The default balancer installation uses a single filter, BalancerFilter, mapped to all requests (url-pattern /*). The filter reads its rules from the location specified in the balancer deployment descriptor (web.xml file). The default rules are:

  • Redirect requests with News in the URL to www.cnn.com
  • Redirect requests with a parameter named paramName whose value is paramValue to www.yahoo.com.
  • Redirect all other requests to jakarta.apache.org.
Therefore, when you install tomcat, start it, and point your browser to http://localhost:8080/balancer, you will be redirected to http://jakarta.apache.org. If you point your browser to http://localhost:8080/balancer/News you will be redirected to http://www.cnn.com. The request for http://localhost:8080/balancer/BlahBlah?paramName=paramValue will be redirected to http://www.yahoo.com.

Balancer Rules

A Rule in the balancer system is a combination of a request matching criterion and a redirection URL for matching requests. Rules implement the org.apache.webapp.balancer.Rule interface.

The balancer distribution contains a number of useful rules. The framework is also designed for easy extensibility so that you can write your own rules quickly. Rules should be JavaBeans (public no-args constructor, public setter method setXXX for property xxx), as they are instantiated by Jakarta Commons Digester. Feel free to inquire on the tomcat-user mailing list regarding the availability of rules or the inclusion of your rules in the distribution.

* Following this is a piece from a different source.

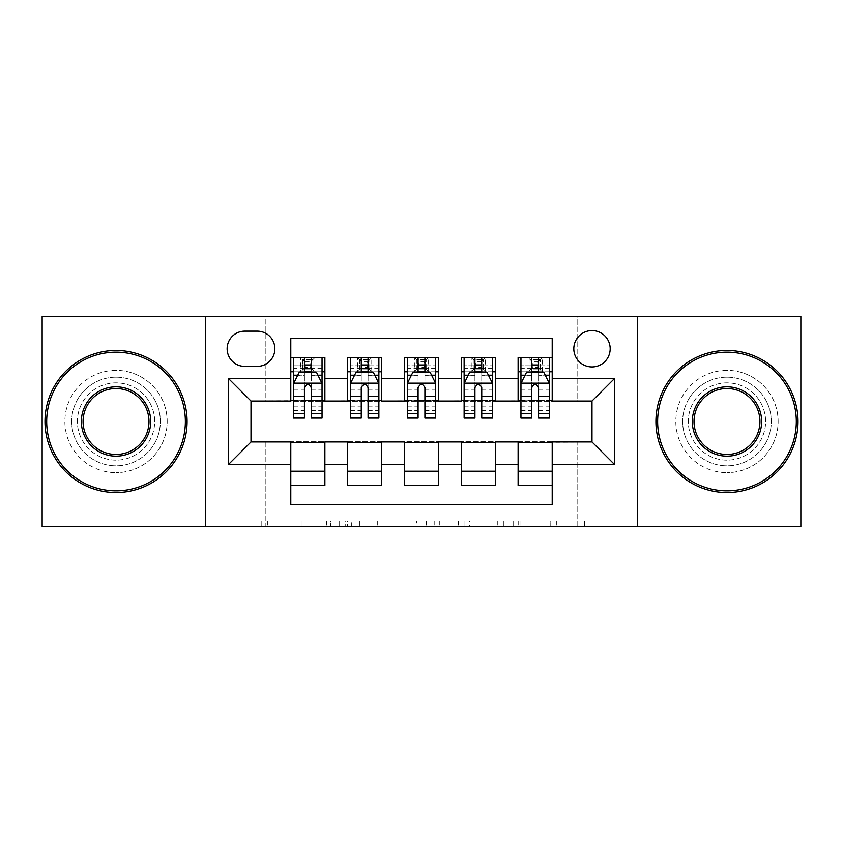 <?xml version="1.0" encoding="UTF-8"?>
<svg xmlns="http://www.w3.org/2000/svg" width="843" height="843" viewBox="0 0 843 843"><rect width="100%" height="100%" fill="white"/><g stroke="black" fill="none" stroke-linecap="round" stroke-linejoin="round"><path stroke-width="0.63" stroke-dasharray="4.21 3.16" d="M330.572 526.643L267.4 526.643L330.572 526.643L330.572 520.953L301.151 520.953L301.151 526.643L301.151 520.953L330.572 520.953L330.572 526.643L330.572 520.953L301.151 520.953L301.151 526.643L301.151 520.953L330.572 520.953L267.4 520.953L330.572 520.953M726.972 377.169A44.331 44.331 0 0 0 682.64 421.5A44.331 44.331 0 0 0 726.972 465.831A44.331 44.331 0 0 0 771.303 421.5A44.331 44.331 0 0 0 726.972 377.169A44.331 44.331 0 0 0 682.64 421.5A44.331 44.331 0 0 0 726.972 465.831A44.331 44.331 0 0 0 771.303 421.5A44.331 44.331 0 0 0 726.972 377.169M116.028 377.169A44.331 44.331 0 0 0 71.697 421.5A44.331 44.331 0 0 0 116.028 465.831A44.331 44.331 0 0 0 160.36 421.5A44.331 44.331 0 0 0 116.028 377.169A44.331 44.331 0 0 0 71.697 421.5A44.331 44.331 0 0 0 116.028 465.831A44.331 44.331 0 0 0 160.36 421.5A44.331 44.331 0 0 0 116.028 377.169M591.997 330.572A18.188 18.188 0 0 0 573.809 348.76A18.188 18.188 0 0 0 591.997 366.937A18.188 18.188 0 0 0 610.184 348.76A18.188 18.188 0 0 0 591.997 330.572M584.526 526.643L518.708 526.643L584.526 526.643L584.526 520.953L556.359 520.953L590.111 520.953L590.111 526.643L590.111 520.953L518.708 520.953L590.111 520.953L590.111 526.643L590.111 520.953L584.526 520.953L584.526 526.643M550.774 526.643L520.932 526.643L550.774 526.643L550.774 520.953L556.359 520.953L550.774 520.953L550.774 526.643L550.774 520.953L520.932 520.953L520.932 526.643L520.932 520.953L550.774 520.953L550.774 526.643M513.124 526.643L518.708 526.643L513.124 526.643L513.124 520.953L518.708 520.953L513.124 520.953L513.124 526.643M261.815 526.643L267.4 526.643L261.815 526.643L261.815 520.953L267.4 520.953L261.815 520.953L261.815 526.643M42.15 526.643L265.218 526.643L265.218 441.395L577.782 441.395L577.782 526.643L265.218 526.643L265.218 441.395L577.782 441.395L577.782 526.643L800.85 526.643L800.85 316.357L577.782 316.357L577.782 401.605L265.218 401.605L265.218 316.357L577.782 316.357L577.782 401.605L265.218 401.605L265.218 316.357L42.15 316.357L42.15 526.643M416.621 526.643L411.036 526.643L416.621 526.643L416.621 520.953L416.621 526.643M345.219 526.643L411.036 526.643L339.634 526.643L345.219 526.643L345.219 520.953L416.621 520.953L339.634 520.953L339.634 526.643L339.634 520.953L345.219 520.953L345.219 526.643M431.964 526.643L503.366 526.643L426.379 526.643L431.964 526.643L431.964 520.953L503.366 520.953L503.366 526.643L503.366 520.953L469.614 520.953L469.614 526.643M518.118 357.569L552.207 357.569L552.207 371.774L518.118 371.774L518.118 357.569M461.279 357.569L495.378 357.569L495.378 371.774L461.279 371.774L461.279 357.569M404.45 357.569L438.55 357.569L438.55 371.774L404.45 371.774L404.45 357.569M347.622 357.569L381.721 357.569L381.721 371.774L347.622 371.774L347.622 357.569M290.793 485.431L290.793 471.226L324.882 471.226L324.882 485.431L290.793 485.431L290.793 504.472L552.207 504.472L552.207 485.431L518.118 485.431L518.118 471.226L552.207 471.226L552.207 485.431M381.721 485.431L347.622 485.431L347.622 471.226L381.721 471.226L381.721 485.431M438.55 485.431L404.45 485.431L404.45 471.226L438.55 471.226L438.55 485.431M495.378 485.431L461.279 485.431L461.279 471.226L495.378 471.226L495.378 485.431M518.118 471.226L518.118 442.533L591.997 441.964L591.997 401.036L552.207 401.036L552.207 400.467L495.378 401.036L495.378 371.774M495.378 400.467L438.55 401.036L438.55 371.774M438.55 400.467L381.721 401.036L381.721 371.774M290.793 357.569L324.882 357.569L324.882 371.774L290.793 371.774L290.793 338.528L552.207 338.528L552.207 357.569M461.279 471.226L461.279 442.533L495.378 442.533L495.378 441.964L518.118 441.964L518.118 442.533M404.45 471.226L404.45 442.533L438.55 442.533L438.55 441.964L461.279 441.964L461.279 442.533M347.622 471.226L347.622 442.533L381.721 442.533L381.721 441.964L404.45 441.964L404.45 442.533M381.721 400.467L324.882 401.036L324.882 371.774M290.793 471.226L290.793 442.533L324.882 442.533L324.882 441.964L347.622 441.964L347.622 442.533M324.882 400.467L251.003 401.036L251.003 441.964L290.793 441.964L290.793 442.533M311.246 371.774L322.047 371.774L322.047 357.569L300.73 357.569L300.73 371.774L293.627 371.774L304.428 371.774M290.793 400.467L290.793 371.774M293.627 400.467L304.428 400.467M311.246 400.467L322.047 400.467M324.882 471.226L324.882 442.533M350.456 400.467L361.257 400.467M368.075 400.467L378.876 400.467M368.075 371.774L378.876 371.774L378.876 357.569L357.569 357.569L357.569 371.774L350.456 371.774L361.257 371.774M347.622 400.467L347.622 371.774M381.721 471.226L381.721 442.533M438.55 471.226L438.55 442.533M404.45 400.467L404.45 371.774M424.914 371.774L435.705 371.774L435.705 357.569L414.398 357.569L414.398 371.774L407.295 371.774L418.086 371.774M407.295 400.467L418.086 400.467M424.914 400.467L435.705 400.467M495.378 471.226L495.378 442.533M461.279 400.467L461.279 371.774M481.743 371.774L492.544 371.774L492.544 357.569L471.226 357.569L471.226 371.774L464.124 371.774L474.925 371.774M464.124 400.467L474.925 400.467M481.743 400.467L492.544 400.467M552.207 471.226L552.207 442.533M518.118 400.467L518.118 371.774M552.207 400.467L552.207 371.774M538.572 371.774L549.373 371.774L549.373 357.569L528.055 357.569L528.055 371.774L520.953 371.774L531.754 371.774M520.953 400.467L531.754 400.467M538.572 400.467L549.373 400.467M244.755 331.141A17.619 17.619 0 0 0 227.136 348.76A17.619 17.619 0 0 0 244.755 366.378L257.252 366.378A17.619 17.619 0 0 0 274.871 348.76A17.619 17.619 0 0 0 257.252 331.141L244.755 331.141M205.544 526.643L205.544 316.357M637.456 316.357L637.456 526.643M351.352 526.643L359.445 526.643L351.352 526.643L351.352 520.953L347.442 520.953L347.442 526.643L347.442 520.953L359.445 520.953L351.352 520.953L351.352 526.643M359.445 526.643L377.295 526.643L359.445 526.643L359.445 520.953L377.295 520.953L377.295 526.643L377.295 520.953L359.445 520.953L359.445 526.643M431.964 520.953L464.04 520.953L464.04 526.643L464.04 520.953L458.455 520.953L464.04 520.953L464.04 526.643L464.04 520.953L469.614 520.953M434.187 520.953L434.187 526.643L434.187 520.953M426.379 520.953L426.379 526.643L426.379 520.953M322.047 418.086L322.047 364.956L322.047 371.774L293.627 371.774L293.627 364.956L304.428 364.956L304.428 357.569L322.047 357.569M293.627 383.428L293.627 410.699L293.627 383.428L299.307 372.058L316.357 372.058L322.047 383.428L322.047 410.699L322.047 383.428M293.627 371.774L293.627 357.569L304.428 357.569M293.627 418.086L293.627 364.956L322.047 364.956L311.246 364.956L311.246 357.569L311.246 418.086M304.997 361.826L310.677 361.826L310.677 367.506L304.997 367.506L304.997 361.826L302.721 359.55L312.953 359.55L302.721 359.55L302.721 369.782L312.953 369.782L312.953 359.55L312.953 369.782L302.721 369.782L302.721 359.55L300.73 357.569L293.627 357.569M304.428 364.956L304.428 375.304L293.627 375.304M297.748 375.188L304.428 375.188L304.428 372.058M311.246 372.058L311.246 375.188L317.927 375.188M304.428 418.086L304.428 375.304M304.428 375.188L304.428 387.685C306.694 383.375 308.97 383.375 311.246 387.685L311.246 375.188M322.047 371.774L314.945 371.774L314.945 357.569L310.677 361.826M310.677 367.506L314.945 371.774L300.73 371.774L304.997 367.506M116.028 492.544A71.044 71.044 0 0 1 44.995 421.5A71.044 71.044 0 0 1 116.028 350.456A71.044 71.044 0 0 1 187.072 421.5A71.044 71.044 0 0 1 116.028 492.544A71.044 71.044 0 0 1 44.995 421.5A71.044 71.044 0 0 1 116.028 350.456A71.044 71.044 0 0 1 187.072 421.5A71.044 71.044 0 0 1 116.028 492.544A71.044 71.044 0 0 1 44.995 421.5A71.044 71.044 0 0 1 116.028 350.456A71.044 71.044 0 0 1 187.072 421.5A71.044 71.044 0 0 1 116.028 492.544M116.028 370.351A51.149 51.149 0 0 0 64.879 421.5A51.149 51.149 0 0 0 116.028 472.649A51.149 51.149 0 0 1 64.879 421.5A51.149 51.149 0 0 1 116.028 370.351A51.149 51.149 0 0 1 167.177 421.5A51.149 51.149 0 0 1 116.028 472.649A51.149 51.149 0 0 0 167.177 421.5A51.149 51.149 0 0 0 116.028 370.351M116.028 388.539A32.961 32.961 0 0 1 148.99 421.5A32.961 32.961 0 0 1 116.028 454.461A32.961 32.961 0 0 1 83.067 421.5A32.961 32.961 0 0 1 116.028 388.539M116.028 460.141A38.641 38.641 0 0 1 77.387 421.5A38.641 38.641 0 0 1 116.028 382.859A38.641 38.641 0 0 1 154.68 421.5A38.641 38.641 0 0 1 116.028 460.141A38.641 38.641 0 0 1 77.387 421.5A38.641 38.641 0 0 1 116.028 382.859A38.641 38.641 0 0 1 154.68 421.5A38.641 38.641 0 0 1 116.028 460.141M726.972 492.544A71.044 71.044 0 0 1 655.928 421.5A71.044 71.044 0 0 1 726.972 350.456A71.044 71.044 0 0 1 798.005 421.5A71.044 71.044 0 0 1 726.972 492.544A71.044 71.044 0 0 1 655.928 421.5A71.044 71.044 0 0 1 726.972 350.456A71.044 71.044 0 0 1 798.005 421.5A71.044 71.044 0 0 1 726.972 492.544A71.044 71.044 0 0 1 655.928 421.5A71.044 71.044 0 0 1 726.972 350.456A71.044 71.044 0 0 1 798.005 421.5A71.044 71.044 0 0 1 726.972 492.544M726.972 370.351A51.149 51.149 0 0 0 675.823 421.5A51.149 51.149 0 0 0 726.972 472.649A51.149 51.149 0 0 1 675.823 421.5A51.149 51.149 0 0 1 726.972 370.351A51.149 51.149 0 0 1 778.121 421.5A51.149 51.149 0 0 1 726.972 472.649A51.149 51.149 0 0 0 778.121 421.5A51.149 51.149 0 0 0 726.972 370.351M726.972 388.539A32.961 32.961 0 0 1 759.933 421.5A32.961 32.961 0 0 1 726.972 454.461A32.961 32.961 0 0 1 694.01 421.5A32.961 32.961 0 0 1 726.972 388.539M726.972 460.141A38.641 38.641 0 0 1 688.32 421.5A38.641 38.641 0 0 1 726.972 382.859A38.641 38.641 0 0 1 765.613 421.5A38.641 38.641 0 0 1 726.972 460.141A38.641 38.641 0 0 1 688.32 421.5A38.641 38.641 0 0 1 726.972 382.859A38.641 38.641 0 0 1 765.613 421.5A38.641 38.641 0 0 1 726.972 460.141M361.257 418.086L361.257 357.569L378.876 357.569L368.075 357.569L368.075 364.956L368.075 357.569M350.456 383.428L350.456 410.699L350.456 383.428L356.146 372.058L373.196 372.058L378.876 383.428L378.876 410.699L378.876 383.428M378.876 418.086L378.876 364.956L378.876 371.774L350.456 371.774L350.456 357.569L361.257 357.569L350.456 357.569L357.569 357.569L359.55 359.55L359.55 369.782L369.782 369.782L369.782 359.55L369.782 369.782L359.55 369.782L359.55 359.55L369.782 359.55L359.55 359.55L361.826 361.826L367.506 361.826L367.506 367.506L361.826 367.506L361.826 361.826M350.456 371.774L350.456 418.086M368.075 364.956L350.456 364.956L378.876 364.956L368.075 364.956L368.075 418.086M354.576 375.188L361.257 375.188L361.257 372.058M368.075 372.058L368.075 375.188L374.756 375.188M361.257 375.188L361.257 387.685C363.523 383.375 365.799 383.375 368.075 387.685L368.075 375.188M378.876 371.774L371.774 371.774L371.774 357.569L367.506 361.826M367.506 367.506L371.774 371.774L357.569 371.774L361.826 367.506M418.086 418.086L418.086 357.569L435.705 357.569L424.914 357.569L424.914 364.956L424.914 357.569M407.295 383.428L407.295 410.699L407.295 383.428L412.975 372.058L430.025 372.058L435.705 383.428L435.705 410.699L435.705 383.428M435.705 418.086L435.705 364.956L435.705 371.774L407.295 371.774L407.295 357.569L418.086 357.569L407.295 357.569L414.398 357.569L416.389 359.55L416.389 369.782L426.611 369.782L426.611 359.55L426.611 369.782L416.389 369.782L416.389 359.55L426.611 359.55L416.389 359.55L418.655 361.826L424.345 361.826L424.345 367.506L418.655 367.506L418.655 361.826M407.295 371.774L407.295 418.086M424.914 364.956L407.295 364.956L435.705 364.956L424.914 364.956L424.914 418.086M411.416 375.188L418.086 375.188L418.086 372.058M424.914 372.058L424.914 375.188L431.584 375.188M418.086 375.188L418.086 387.685C420.362 383.375 422.628 383.375 424.914 387.685L424.914 375.188M435.705 371.774L428.602 371.774L428.602 357.569L424.345 361.826M424.345 367.506L428.602 371.774L414.398 371.774L418.655 367.506M474.925 418.086L474.925 357.569L492.544 357.569L481.743 357.569L481.743 364.956L481.743 357.569M464.124 383.428L464.124 410.699L464.124 383.428L469.804 372.058L486.854 372.058L492.544 383.428L492.544 410.699L492.544 383.428M492.544 418.086L492.544 364.956L492.544 371.774L464.124 371.774L464.124 357.569L474.925 357.569L464.124 357.569L471.226 357.569L473.218 359.55L473.218 369.782L483.45 369.782L483.45 359.55L483.45 369.782L473.218 369.782L473.218 359.55L483.45 359.55L473.218 359.55L475.494 361.826L481.174 361.826L481.174 367.506L475.494 367.506L475.494 361.826M464.124 371.774L464.124 418.086M481.743 364.956L464.124 364.956L492.544 364.956L481.743 364.956L481.743 418.086M468.244 375.188L474.925 375.188L474.925 372.058M481.743 372.058L481.743 375.188L488.424 375.188M474.925 375.188L474.925 387.685C477.191 383.375 479.467 383.375 481.743 387.685L481.743 375.188M492.544 371.774L485.431 371.774L485.431 357.569L481.174 361.826M481.174 367.506L485.431 371.774L471.226 371.774L475.494 367.506M531.754 418.086L531.754 357.569L549.373 357.569L538.572 357.569L538.572 364.956L538.572 357.569M520.953 383.428L520.953 410.699L520.953 383.428L526.643 372.058L543.693 372.058L549.373 383.428L549.373 410.699L549.373 383.428M549.373 418.086L549.373 364.956L549.373 371.774L520.953 371.774L520.953 357.569L531.754 357.569L520.953 357.569L528.055 357.569L530.047 359.55L530.047 369.782L540.279 369.782L540.279 359.55L540.279 369.782L530.047 369.782L530.047 359.55L540.279 359.55L530.047 359.55L532.323 361.826L538.003 361.826L538.003 367.506L532.323 367.506L532.323 361.826M520.953 371.774L520.953 418.086M538.572 364.956L520.953 364.956L549.373 364.956L538.572 364.956L538.572 418.086M525.073 375.188L531.754 375.188L531.754 372.058M538.572 372.058L538.572 375.188L545.252 375.188M531.754 375.188L531.754 387.685C534.019 383.375 536.296 383.375 538.572 387.685L538.572 375.188M549.373 371.774L542.27 371.774L542.27 357.569L538.003 361.826M538.003 367.506L542.27 371.774L528.055 371.774L532.323 367.506M326.662 520.953L326.662 526.643L326.662 520.953M319.002 520.953L319.002 526.643L319.002 520.953M267.4 520.953L267.4 526.643L267.4 520.953M411.036 520.953L411.036 526.643L411.036 520.953M497.781 520.953L497.781 526.643L497.781 520.953M458.455 520.953L458.455 526.643L458.455 520.953M439.772 520.953L439.772 526.643L439.772 520.953M556.359 520.953L556.359 526.643L556.359 520.953M518.708 520.953L518.708 526.643L518.708 520.953M293.775 383.144L321.9 383.144M322.047 375.304L311.246 375.304M293.627 406.853L304.428 406.853M311.246 406.853L322.047 406.853M293.627 389.993L304.428 389.993M311.246 389.993L322.047 389.993M322.047 368.57L311.246 368.57M304.428 368.57L293.627 368.57M350.604 383.144L378.739 383.144M361.257 375.304L350.456 375.304M378.876 375.304L368.075 375.304M350.456 406.853L361.257 406.853M368.075 406.853L378.876 406.853M350.456 389.993L361.257 389.993M368.075 389.993L378.876 389.993M378.876 368.57L368.075 368.57M361.257 368.57L350.456 368.57M407.432 383.144L435.568 383.144M418.086 375.304L407.295 375.304M435.705 375.304L424.914 375.304M407.295 406.853L418.086 406.853M424.914 406.853L435.705 406.853M407.295 389.993L418.086 389.993M424.914 389.993L435.705 389.993M435.705 368.57L424.914 368.57M418.086 368.57L407.295 368.57M464.261 383.144L492.396 383.144M474.925 375.304L464.124 375.304M492.544 375.304L481.743 375.304M464.124 406.853L474.925 406.853M481.743 406.853L492.544 406.853M464.124 389.993L474.925 389.993M481.743 389.993L492.544 389.993M492.544 368.57L481.743 368.57M474.925 368.57L464.124 368.57M521.1 383.144L549.225 383.144M531.754 375.304L520.953 375.304M549.373 375.304L538.572 375.304M520.953 406.853L531.754 406.853M538.572 406.853L549.373 406.853M520.953 389.993L531.754 389.993M538.572 389.993L549.373 389.993M549.373 368.57L538.572 368.57M531.754 368.57L520.953 368.57M293.627 410.699L304.428 410.699M311.246 410.699L322.047 410.699M350.456 410.699L361.257 410.699M368.075 410.699L378.876 410.699M407.295 410.699L418.086 410.699M424.914 410.699L435.705 410.699M464.124 410.699L474.925 410.699M481.743 410.699L492.544 410.699M520.953 410.699L531.754 410.699M538.572 410.699L549.373 410.699"/><path stroke-width="1.26" d="M591.997 330.572A18.188 18.188 0 0 0 573.809 348.76A18.188 18.188 0 0 0 591.997 366.937A18.188 18.188 0 0 0 610.184 348.76A18.188 18.188 0 0 0 591.997 330.572M637.456 526.643L800.85 526.643L800.85 316.357L637.456 316.357L637.456 526.643L205.544 526.643L205.544 316.357L42.15 316.357L42.15 526.643L205.544 526.643M552.207 357.569L518.118 357.569L518.118 378.307L495.378 378.307L495.378 401.036L518.118 401.036L518.118 378.307M495.378 378.307L495.378 357.569L461.279 357.569L461.279 378.307L438.55 378.307L438.55 401.036L461.279 401.036L461.279 378.307M438.55 378.307L438.55 357.569L404.45 357.569L404.45 378.307L381.721 378.307L381.721 401.036L404.45 401.036L404.45 378.307M381.721 378.307L381.721 357.569L347.622 357.569L347.622 401.036L324.882 401.036L324.882 357.569L290.793 357.569M290.793 485.431L324.882 485.431L324.882 441.964L347.622 441.964L347.622 485.431L381.721 485.431L381.721 441.964L404.45 441.964L404.45 464.693L381.721 464.693M404.45 464.693L404.45 485.431L438.55 485.431L438.55 441.964L461.279 441.964L461.279 464.693L438.55 464.693M461.279 464.693L461.279 485.431L495.378 485.431L495.378 441.964L518.118 441.964L518.118 464.693L495.378 464.693M244.755 366.378L257.252 366.378A17.619 17.619 0 0 0 274.871 348.76A17.619 17.619 0 0 0 257.252 331.141L244.755 331.141A17.619 17.619 0 0 0 227.136 348.76A17.619 17.619 0 0 0 244.755 366.378M637.456 316.357L205.544 316.357M552.207 378.307L552.207 338.528L290.793 338.528L290.793 401.036L251.003 401.036L251.003 441.964L290.793 441.964L290.793 504.472L552.207 504.472L552.207 441.964L591.997 441.964L591.997 401.036L552.207 401.036L552.207 378.307L614.726 378.307L614.726 464.693L552.207 464.693M290.793 464.693L228.274 464.693L228.274 378.307L290.793 378.307M518.118 464.693L518.118 485.431L552.207 485.431M290.793 371.774L293.627 371.774M304.428 371.774L311.246 371.774M322.047 371.774L324.882 371.774M290.793 400.467L293.627 400.467M304.428 400.467L311.246 400.467M322.047 400.467L324.882 400.467M290.793 442.533L324.882 442.533M290.793 471.226L324.882 471.226M347.622 400.467L350.456 400.467M361.257 400.467L368.075 400.467M378.876 400.467L381.721 400.467M347.622 371.774L350.456 371.774M361.257 371.774L368.075 371.774M378.876 371.774L381.721 371.774M347.622 442.533L381.721 442.533M347.622 471.226L381.721 471.226M404.45 442.533L438.55 442.533M404.45 471.226L438.55 471.226M404.45 371.774L407.295 371.774M418.086 371.774L424.914 371.774M435.705 371.774L438.55 371.774M404.45 400.467L407.295 400.467M418.086 400.467L424.914 400.467M435.705 400.467L438.55 400.467M461.279 442.533L495.378 442.533M461.279 471.226L495.378 471.226M461.279 371.774L464.124 371.774M474.925 371.774L481.743 371.774M492.544 371.774L495.378 371.774M461.279 400.467L464.124 400.467M474.925 400.467L481.743 400.467M492.544 400.467L495.378 400.467M518.118 442.533L552.207 442.533M518.118 471.226L552.207 471.226M518.118 371.774L520.953 371.774M531.754 371.774L538.572 371.774M549.373 371.774L552.207 371.774M518.118 400.467L520.953 400.467M531.754 400.467L538.572 400.467M549.373 400.467L552.207 400.467M251.003 401.036L228.274 378.307M251.003 441.964L228.274 464.693M614.726 378.307L591.997 401.036M614.726 464.693L591.997 441.964M311.246 364.956L304.428 364.956M322.047 413.46L311.246 413.46L311.246 418.086L322.047 418.086L322.047 383.428L316.357 372.058L299.307 372.058L293.627 383.428L293.627 418.086L304.428 418.086L304.428 413.46L293.627 413.46M293.627 383.428L293.627 357.569M322.047 383.428L322.047 357.569M304.428 372.058L304.428 357.569M311.246 357.569L311.246 372.058M311.246 413.46L311.246 387.685C308.981 383.302 306.704 383.302 304.428 387.685L304.428 413.46M116.028 352.163A69.337 69.337 0 0 0 46.692 421.5A69.337 69.337 0 0 0 116.028 490.837A69.337 69.337 0 0 0 185.365 421.5A69.337 69.337 0 0 0 116.028 352.163M116.028 492.544A71.044 71.044 0 0 1 44.995 421.5A71.044 71.044 0 0 1 116.028 350.456A71.044 71.044 0 0 1 187.072 421.5A71.044 71.044 0 0 1 116.028 492.544M116.028 386.832A34.668 34.668 0 0 1 150.697 421.5A34.668 34.668 0 0 1 116.028 456.168A34.668 34.668 0 0 1 81.36 421.5A34.668 34.668 0 0 1 116.028 386.832M116.028 454.461A32.961 32.961 0 0 0 148.99 421.5A32.961 32.961 0 0 0 116.028 388.539A32.961 32.961 0 0 0 83.067 421.5A32.961 32.961 0 0 0 116.028 454.461M726.972 352.163A69.337 69.337 0 0 0 657.635 421.5A69.337 69.337 0 0 0 726.972 490.837A69.337 69.337 0 0 0 796.308 421.5A69.337 69.337 0 0 0 726.972 352.163M726.972 492.544A71.044 71.044 0 0 1 655.928 421.5A71.044 71.044 0 0 1 726.972 350.456A71.044 71.044 0 0 1 798.005 421.5A71.044 71.044 0 0 1 726.972 492.544M726.972 386.832A34.668 34.668 0 0 1 761.64 421.5A34.668 34.668 0 0 1 726.972 456.168A34.668 34.668 0 0 1 692.303 421.5A34.668 34.668 0 0 1 726.972 386.832M726.972 454.461A32.961 32.961 0 0 0 759.933 421.5A32.961 32.961 0 0 0 726.972 388.539A32.961 32.961 0 0 0 694.01 421.5A32.961 32.961 0 0 0 726.972 454.461M368.075 364.956L361.257 364.956M378.876 413.46L368.075 413.46L368.075 418.086L378.876 418.086L378.876 383.428L373.196 372.058L356.146 372.058L350.456 383.428L350.456 418.086L361.257 418.086L361.257 413.46L350.456 413.46M350.456 383.428L350.456 357.569M378.876 383.428L378.876 357.569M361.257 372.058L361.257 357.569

Rules are assembled into RuleChains. Each BalancerFilter (or Servlet/JSP) refers to one RuleChain when making its redirection decisions. Note that you are not restricted to having one filter mapped to /* as done in the sample configuration. You can configure as many filters as desired, using the full filter mapping possibilities defined in the Servlet Specification. Each filter will have its own RuleChain.

How it Works

  1. You write a rules configuration file containing various rules and redirection locations.
  2. You define the balancer filter in your web.xml, mapping it as desired (/* is a common use-case) and configuring it with your rules configuration file.
  3. The server is started, initializing the filter.
  4. A request comes into the server. The filter consults its rule chain to determine where to redirect the request. Rules are consulted in the order in which they are defined in the rules configuration file. The first matching rule will stop the evaluation and cause the request to be redirected.